7. Now, I find that the mother of the petitioner had filed a written-statement on her own behalf and on behalf of her child the petitioner. There is no material to show that the suit was not 'properly' contested by defendant No. 2 and/or the interest of defendant No. 9 (the petitioner) was not 'properly' protected. There is no material in support of the alleged improper contest or failure to safeguard the interest of the petitioner, either in the petition or stated before me by the learned counsel for the petitioner. I conclude that the allegations are all vague, ambiguous and nebulous. Therefore, her claim to file afresh a further written statement does not arise in the ejectment proceedings. It may be recalled that it is a case in which a valid written statement has already been filed on her behalf by no other person but her mother. Further, there exists no reasonable case to allow her 'to congest the suit by filing written statement in the case', as claimed by her. She is fairly and squarely contesting the action and her case is being contested on her behalf by no other person but her own mother. As such, her interests are fully secured. Any indulgence, as asked for, would cause injustice. To provide speedy but deliberate justice is our Constitutional pledge, sluggish justice is antithesis of 'decent and fair procedure' enshrined in our Constitution.

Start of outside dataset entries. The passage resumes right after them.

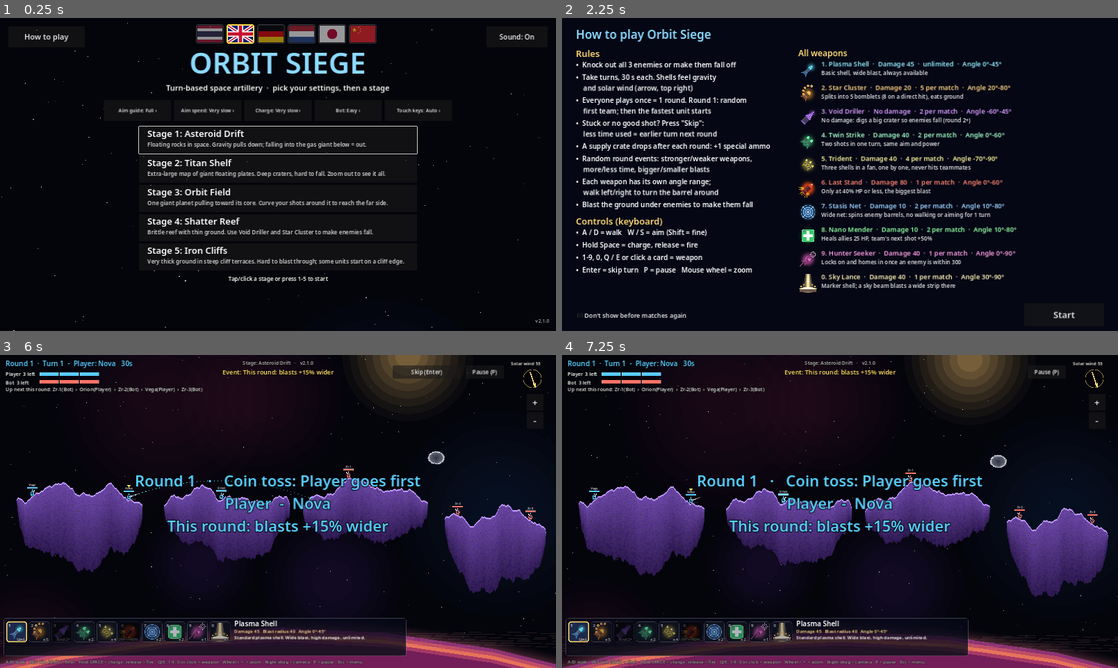
Above: before the commit, frames 1-4 (two rows, left to right).
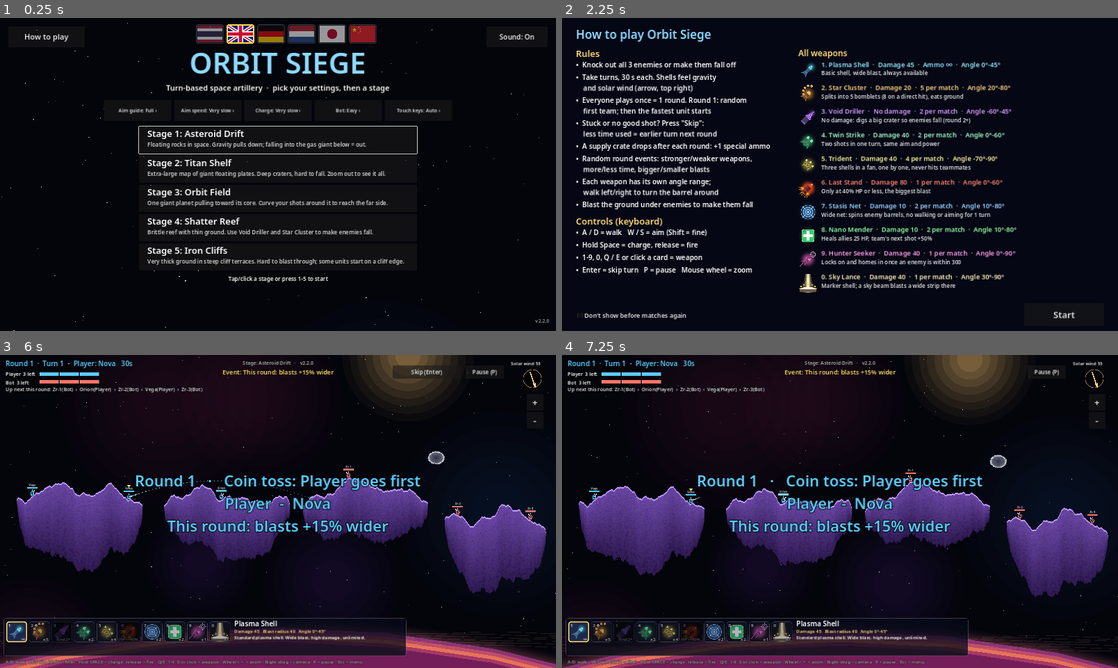
Above: after the commit, the same moments.

Repository: Pid924/OrbitSiege
Game: Godot game, scene res://scenes/menu.tscn
The game is run twice, just before and just after one commit, with the same random seed, the same clock (stepped at 60 frames per second) and the same inputs.
Inputs:
- Up to frame 1 (0.25 s): no input
- Up to frame 2 (2.25 s): click "Bot: Easy ›" at 0.5 s; click "Bot: Normal ›" at 1.25 s; click "Stage 1: Asteroid Drift" at 2 s
- Up to frame 3 (6 s): click "Stage 1: Asteroid Drift" at 2.75 s; click "Don't show before matches aga…" at 3.5 s; click "Don't show before matches aga…" at 4.25 s; click "Don't show before matches aga…" at 5 s; click "Start" at 5.75 s
- Up to frame 4 (7.25 s): click "Skip (Enter)" at 6.5 s

The runs differ from the first frame. In frame 1, less than 0.1% of the frame differs, in the area x 97-98%, y 96-98%; in frame 2, 0.3%, in the area x 46-80%, y 13-17%; in frame 3, less than 0.1%; in frame 4, less than 0.1%.

Commit message:
2.2.0: slower aim while charging, reachable crate drops, weapon hover help, infinity ammo mark, close cluster bomblets on direct hits
Co-Authored-By: Claude Opus 5.5 <noreply@anthropic.com>
Claude-Session: https://claude.ai/code/session_01Lo9zaQgDYn7BjieRUw61Dn

Diff:
--- a/project.godot
+++ b/project.godot
@@ -5,7 +5,7 @@
 
 config/name="Orbit Siege"
 config/description="Turn-based space artillery prototype."
-config/version="2.1.0"
+config/version="2.2.0"
 config/icon="res://icon.png"
 run/main_scene="res://scenes/menu.tscn"
 config/features=PackedStringArray("4.2", "GL Compatibility")
--- a/scripts/controllers/player_controller.gd
+++ b/scripts/controllers/player_controller.gd
@@ -62,6 +62,8 @@
 		var speed: float = GameSettings.AIM_OPTIONS[GameSettings.aim_speed][1]
 		if Input.is_physical_key_pressed(KEY_SHIFT) or touch_fine:
 			speed *= 0.25
+		if charging:
+			speed *= lerpf(1.0, 0.25, charge)  # fine-tune the angle while the bar fills; slowest at max
 		var side: int = game.aim_side(unit)
 		aim_pred = game.clamp_aim(aim_pred + aim * speed * delta * side, side)
 		game.submit_command({"type": "aim", "team": team, "angle": aim_pred})
--- a/scripts/game/game_settings.gd
+++ b/scripts/game/game_settings.gd
@@ -39,7 +39,7 @@
 
 ## How much of the predicted flight path the human player sees, in seconds of flight.
 const GUIDE_OPTIONS := [["ปิด", 0.0], ["สั้น", 0.35], ["กลาง", 0.9], ["ยาว", 2.0], ["เต็มเส้น", 12.0]]
-const VERSION := "2.1.0"
+const VERSION := "2.2.0"
 
 ## [label, seconds to fill the charge bar] for the human player.
 const CHARGE_OPTIONS := [["ช้ามาก", 5.0], ["ช้า", 3.6], ["ปกติ", 2.6], ["เร็ว", 1.6]]
--- a/scripts/game/i18n_table.gd
+++ b/scripts/game/i18n_table.gd
@@ -5,6 +5,11 @@
 
 ## Thai text (or an @id) -> [en, de, nl, ja, zh] (an @id row also ends with its Thai text).
 const TABLE := {
+	"กระสุน ∞": ["Ammo ∞", "Munition ∞", "Munitie ∞", "弾数 ∞", "弹药 ∞"],
+	"ไม่โดนพวกเดียวกัน": ["Never hurts your team", "Trifft nie dein Team", "Raakt nooit je team", "味方には当たらない", "不会伤到队友"],
+	"ไม่โดนพวกเดียวกัน (ฮีลเพื่อนแทน)": ["Never hurts your team (heals them instead)", "Trifft nie dein Team (heilt es stattdessen)", "Raakt nooit je team (geneest het juist)", "味方には当たらない（代わりに回復）", "不会伤到队友（改为治疗）"],
+	"ไม่มีดาเมจ แต่พื้นที่ถล่มทำให้พวกเดียวกันร่วงได้": ["No damage, but the collapsing ground can drop your own team", "Kein Schaden, aber einstürzender Boden kann dein Team abstürzen lassen", "Geen schade, maar instortende grond kan je eigen team laten vallen", "ダメージなし。ただし崩れた地面で味方も落ちることがある", "无伤害，但塌陷的地面可能让队友掉落"],
+	"โดนพวกเดียวกันด้วย ระวัง!": ["Hurts your own team too, careful!", "Trifft auch dein Team, Vorsicht!", "Raakt ook je eigen team, pas op!", "味方にも当たる、注意！", "也会伤到队友，小心！"],
 	"คุณ": ["You", "Du", "Jij", "あなた", "你"],
 	"อีกฝ่าย": ["Rival", "Gegner", "Tegenstander", "相手", "对手"],
 	"อีกฝ่ายชนะ": ["Your rival wins", "Dein Gegner gewinnt", "Je tegenstander wint", "相手の勝ち", "对手获胜"],
--- a/scripts/game/match.gd
+++ b/scripts/game/match.gd
@@ -704,9 +704,11 @@
 	if w.has("bomblets"):
 		var back: Vector2 = -vel.normalized() if vel.length_squared() > 1.0 else physics.up_at(pos)
 		var count: int = int(w.get("direct_bomblets", w.bomblets)) if direct else int(w.bomblets)
+		# A direct hit keeps its extra bomblets close, so they all land around the target.
+		var speed: Vector2 = w.get("direct_bomblet_speed", Vector2(180, 300)) if direct else Vector2(180, 300)
 		for i in count:
 			var dir := back.rotated(rng.randf_range(-1.1, 1.1))
-			_spawn_projectile(pos + dir * 6.0, dir * rng.randf_range(180.0, 300.0), "bomblet", 0.05)
+			_spawn_projectile(pos + dir * 6.0, dir * rng.randf_range(speed.x, speed.y), "bomblet", 0.05)
 	var fx := Explosion.new()
 	fx.setup(pos, maxf(radius, w.get("root_radius", w.get("heal_radius", 0.0)) * 0.7), w.color)
 	add_child(fx)
@@ -758,7 +760,21 @@
 		return
 	var kind := "ammo"
 	var pos: Vector2
-	if physics.planets.is_empty():
+	var placed := false
+	# Aim at ground someone can walk to, and check the crate really lands there.
+	var spots := _reachable_spots()
+	for attempt in 12:
+		if spots.is_empty():
+			break
+		var target: Vector2 = spots[rng.randi() % spots.size()]
+		var start := _crate_start(target)
+		if _crate_lands_near(start, target):
+			pos = start
+			placed = true
+			break
+	if placed:
+		pass
+	elif physics.planets.is_empty():
 		pos = Vector2(rng.randf_range(80.0, world_size.x - 80.0), -60.0)
 	else:
 		var p: Dictionary = physics.planets[rng.randi() % physics.planets.size()]
@@ -768,6 +784,56 @@
 	add_child(crate)
 	crates.append(crate)
 	_float_text(pos.clamp(Vector2(60, 60), world_size - Vector2(60, 60)), L.t("กล่องเสบียงกำลังตก!"), Color(1, 0.85, 0.5))
+
+
+## Ground spots a living unit can walk to, one every ~24 px along its walk both ways.
+func _reachable_spots() -> Array:
+	var spots := []
+	var ghost := Unit.new()
+	ghost.setup(-1, 0, "", Color.WHITE, physics, terrain)
+	for u in units:
+		if not u.alive or not u.grounded:
+			continue
+		for dir in [-1, 1]:
+			ghost.position = u.position
+			ghost.grounded = true
+			var walked := 0.0
+			for step in 1200:  # up to ~900 px each way
+				ghost.up = physics.up_at(ghost.position)
+				var before: Vector2 = ghost.position
+				ghost.walk(dir, 1.0 / 60.0)
+				if ghost.position == before:
+					break  # wall or a drop too deep
+				walked += before.distance_to(ghost.position)
+				if walked >= 24.0:
+					spots.append(ghost.position)
+					walked = 0.0
+	ghost.free()
+	return spots
+
+
+## Where a crate must start to fall onto `target`.
+func _crate_start(target: Vector2) -> Vector2:
+	if physics.planets.is_empty():
+		return Vector2(target.x, -60.0)
+	var c: Vector2 = physics.dominant_planet(target).center
+	return c + (target - c).normalized() * (target.distance_to(c) + 260.0)
+
+
+## Drops a test crate (same physics) and checks it comes to rest near `target`.
+func _crate_lands_near(start: Vector2, target: Vector2) -> bool:
+	var test := Crate.new()
+	test.setup(start, "ammo", physics, terrain)
+	var ok := false
+	for step in 60 * 40:
+		test.tick(1.0 / 60.0)
+		if test.gone:
+			break
+		if test.landed:
+			ok = test.position.distance_to(target) < 40.0
+			break
+	test.free()
+	return ok
 
 
 func _tick_crates(delta: float) -> void:
--- a/scripts/sim/weapons.gd
+++ b/scripts/sim/weapons.gd
@@ -29,7 +29,7 @@
 	},
 	"cluster": {
 		"name": "Star Cluster", "radius": 24.0, "carve": 38.0, "damage": 20.0, "ammo": 5, "elev": Vector2(20, 80),
-		"color": Color(1.0, 0.75, 0.3), "bomblets": 5, "direct_bomblets": 8, "icon": "res://assets/weapons/cluster.png",
+		"color": Color(1.0, 0.75, 0.3), "bomblets": 5, "direct_bomblets": 8, "direct_bomblet_speed": Vector2(60, 120), "icon": "res://assets/weapons/cluster.png",
 		"desc": "กระทบแล้วแตกเป็นลูกย่อย 5 ลูก ถ้าโดนตัวศัตรูจัง ๆ แตก 8 ลูก กินพื้นหายไปเยอะ ทำให้ศัตรูร่วงได้",
 	},
 	"driller": {
--- a/scripts/ui/how_to_play.gd
+++ b/scripts/ui/how_to_play.gd
@@ -88,7 +88,7 @@
 		icon.position = Vector2(680, row_y)
 		icon.size = Vector2(56, 56)
 		add_child(icon)
-		var uses := L.t("ใช้ได้ไม่จำกัด") if not w.has("ammo") else L.t("%d ครั้งต่อเกม") % int(w.ammo)
+		var uses := L.t("กระสุน ∞") if not w.has("ammo") else L.t("%d ครั้งต่อเกม") % int(w.ammo)
 		var dmg := L.t("ไม่มีดาเมจ") if w.damage <= 0.0 else L.t("ดาเมจ %d") % int(w.damage)
 		var angle := L.t("มุม %d°-%d°") % [int(w.elev.x), int(w.elev.y)] if w.has("elev") else ""
 		var head := _text("%d. %s  ·  %s  ·  %s  ·  %s" % [(i + 1) % 10, w.name, dmg, uses, angle], Vector2(746, row_y - 4), 19, Vector2(830, 26))
--- a/scripts/ui/hud.gd
+++ b/scripts/ui/hud.gd
@@ -29,6 +29,7 @@
 var weapon_stats: Label
 var weapon_desc: Label
 var _banner_time := 0.0
+var weapon_tip: PanelContainer  # hover help for a weapon card
 var net_label: Label  # online: waiting / lost connection
 var _net_gone := false
 var touch := false
@@ -224,7 +225,9 @@
 		card.expand_icon = true
 		card.icon_alignment = HORIZONTAL_ALIGNMENT_CENTER
 		card.focus_mode = Control.FOCUS_NONE  # keep SPACE for firing
-		card.tooltip_text = w.name
+		# Hover help shows above the panel (Godot's own tooltip would fall off the screen bottom).
+		card.mouse_entered.connect(_show_tip.bind(card, w))
+		card.mouse_exited.connect(func(): weapon_tip.visible = false)
 		card.pressed.connect(_on_card_pressed.bind(i))
 		panel.add_child(card)
 		card.visible = not touch
@@ -343,7 +346,7 @@
 		var selected: bool = id == current
 		var left: int = game.ammo_left(view_team, id)
 		var usable: bool = game.weapon_available(view_team, id) if game.current_team == view_team else left != 0
-		ammo_labels[i].text = L.t("ไม่อั้น") if left < 0 else "x%d" % left
+		ammo_labels[i].text = "∞" if left < 0 else "x%d" % left
 		if Weapons.get_def(id).has("hp_ratio_max") and not usable and left != 0:
 			ammo_labels[i].text = "HP<=40%"
 		elif Weapons.get_def(id).has("min_round") and game.round_number < Weapons.get_def(id).min_round and left != 0:
@@ -395,6 +398,48 @@
 	current_card.modulate = Color(1, 1, 1).lerp(Color(1.6, 1.4, 0.7), glow) if show else Color.WHITE
 
 
+func _show_tip(card: Control, w: Dictionary) -> void:
+	if weapon_tip == null:
+		weapon_tip = PanelContainer.new()
+		var box := StyleBoxFlat.new()
+		box.bg_color = Color(0.03, 0.05, 0.12, 0.96)
+		box.border_color = Color(1, 1, 1, 0.3)
+		box.set_border_width_all(2)
+		box.set_corner_radius_all(8)
+		box.set_content_margin_all(12)
+		weapon_tip.add_theme_stylebox_override("panel", box)
+		weapon_tip.mouse_filter = Control.MOUSE_FILTER_IGNORE
+		weapon_tip.set_meta("fit_skip", true)
+		var text := Label.new()
+		text.add_theme_font_size_override("font_size", 17)
+		weapon_tip.add_child(text)
+		add_child(weapon_tip)
+	var label: Label = weapon_tip.get_child(0)
+	label.text = _weapon_tooltip(w)
+	label.add_theme_color_override("font_color", Color.WHITE)
+	weapon_tip.reset_size()
+	var rect := card.get_global_rect()
+	var tip_size := weapon_tip.get_combined_minimum_size()
+	var screen := get_viewport().get_visible_rect().size
+	weapon_tip.position = Vector2(clampf(rect.position.x, 8.0, screen.x - tip_size.x - 8.0), rect.position.y - tip_size.y - 24.0)
+	weapon_tip.visible = true
+
+
+## Hover text for a weapon card: what it does, its numbers, and whether it hurts your team.
+func _weapon_tooltip(w: Dictionary) -> String:
+	var friendly: String
+	if w.get("friendly_safe", false):
+		friendly = L.t("ไม่โดนพวกเดียวกัน")
+	elif w.has("heal"):
+		friendly = L.t("ไม่โดนพวกเดียวกัน (ฮีลเพื่อนแทน)")
+	elif w.damage <= 0.0:
+		friendly = L.t("ไม่มีดาเมจ แต่พื้นที่ถล่มทำให้พวกเดียวกันร่วงได้")
+	else:
+		friendly = L.t("โดนพวกเดียวกันด้วย ระวัง!")
+	var uses: String = L.t("กระสุน ∞") if not w.has("ammo") else L.t("%d ครั้งต่อเกม") % int(w.ammo)
+	return "%s\n%s\n%s\n%s · %s" % [w.name, L.t(w.desc), _stats_text(w), uses, friendly]
+
+
 func _stats_text(w: Dictionary) -> String:
 	var parts := []
 	if w.has("heal"):
--- a/scripts/ui/screen_fit.gd
+++ b/scripts/ui/screen_fit.gd
@@ -42,8 +42,8 @@
 func _fit(root: Node, screen: Vector2, safe: Vector2, center: bool) -> void:
 	var extra := screen - BASE
 	for c in root.get_children():
-		if not c is Control:
-			continue
+		if not c is Control or c.has_meta("fit_skip"):
+			continue  # fit_skip: the control places itself (e.g. hover help)
 		if not c.has_meta("fit_base"):
 			c.set_meta("fit_base", Rect2(c.position, c.size))
 		var base: Rect2 = c.get_meta("fit_base")
--- a/scripts/ui/touch_controls.gd
+++ b/scripts/ui/touch_controls.gd
@@ -234,7 +234,7 @@
 		var id: String = Weapons.LIST[i]
 		var left: int = game.ammo_left(player.team, id)
 		var usable: bool = game.weapon_available(player.team, id)
-		picker_ammo[i].text = L.t("ไม่จำกัด") if left < 0 else L.t("เหลือ %d") % left
+		picker_ammo[i].text = "∞" if left < 0 else L.t("เหลือ %d") % left
 		if Weapons.get_def(id).has("hp_ratio_max") and not usable and left != 0:
 			picker_ammo[i].text = L.t("ใช้ได้เมื่อ HP ไม่เกิน 40%")
 		elif Weapons.get_def(id).has("min_round") and game.round_number < Weapons.get_def(id).min_round and left != 0:
Binary file changed: assets/fonts/noto-sans-ja-600.woff2
Binary file changed: assets/fonts/noto-sans-zh-600.woff2
Not shown, changed: CHANGELOG.md
Not shown, changed: docs/index.pck

8. The wholesome provision of Section 115 of the Code is meant for preventing abuse of the process of the Court and to uphold the ends of justice. Surely, the ends of justice is loftier and more consequential than the ends of mere law, though justice must be administered according to law. But the ends of justice is not the ends of justice. This court may exercise powers Under Section 115 of the Code if a subordinate Court exercises jurisdiction not vested in it by law or, if it fails to exercise a jurisdiction so vested, or, acts in the exercise of its jurisdiction illegally or with material irregularity. However, the facts and circumstances of the case do not bring the case of the petitioner within the four corners of the section. Nor could the petitioner satisfy me that if the order had been passed in her favour it would have finally disposed of the suit or the proceedings. Further, I do not find any material that if the order is allowed to stand it would occasion a failure of justice or cause irreparable injury to the petitioner. I conclude that the project engineered was to stall the proceedings for a number of years. Therefore to uphold the cause of justice I dismiss the petition in limine.

9. At this stage Mr. Medhi, learned counsel for the petitioner prays that the petitioner might be allowed to engage her own lawyer to argue her case. As Mr. B. Sarma, learned counsel for the opposite party plaintiff concedes to the prayer. I direct that the petitioner may be allowed to engage her own lawyer to argue her case, if she makes such an application in writing in the Court of the first instance and her mother, defendant No. 2, agrees to the prayer. In any event the trial Court shall hear the counsel for defendant No. 2 and consider the argument advanced by the learned counsel already engaged by Defendant No. 2 to argue the case for and on behalf of the petitioner (Defendant No. 9) as well.

10. In the result the petition is dismissed with the above observations. However, I make no order as to costs. Send a copy of the order to the trial Court immediately.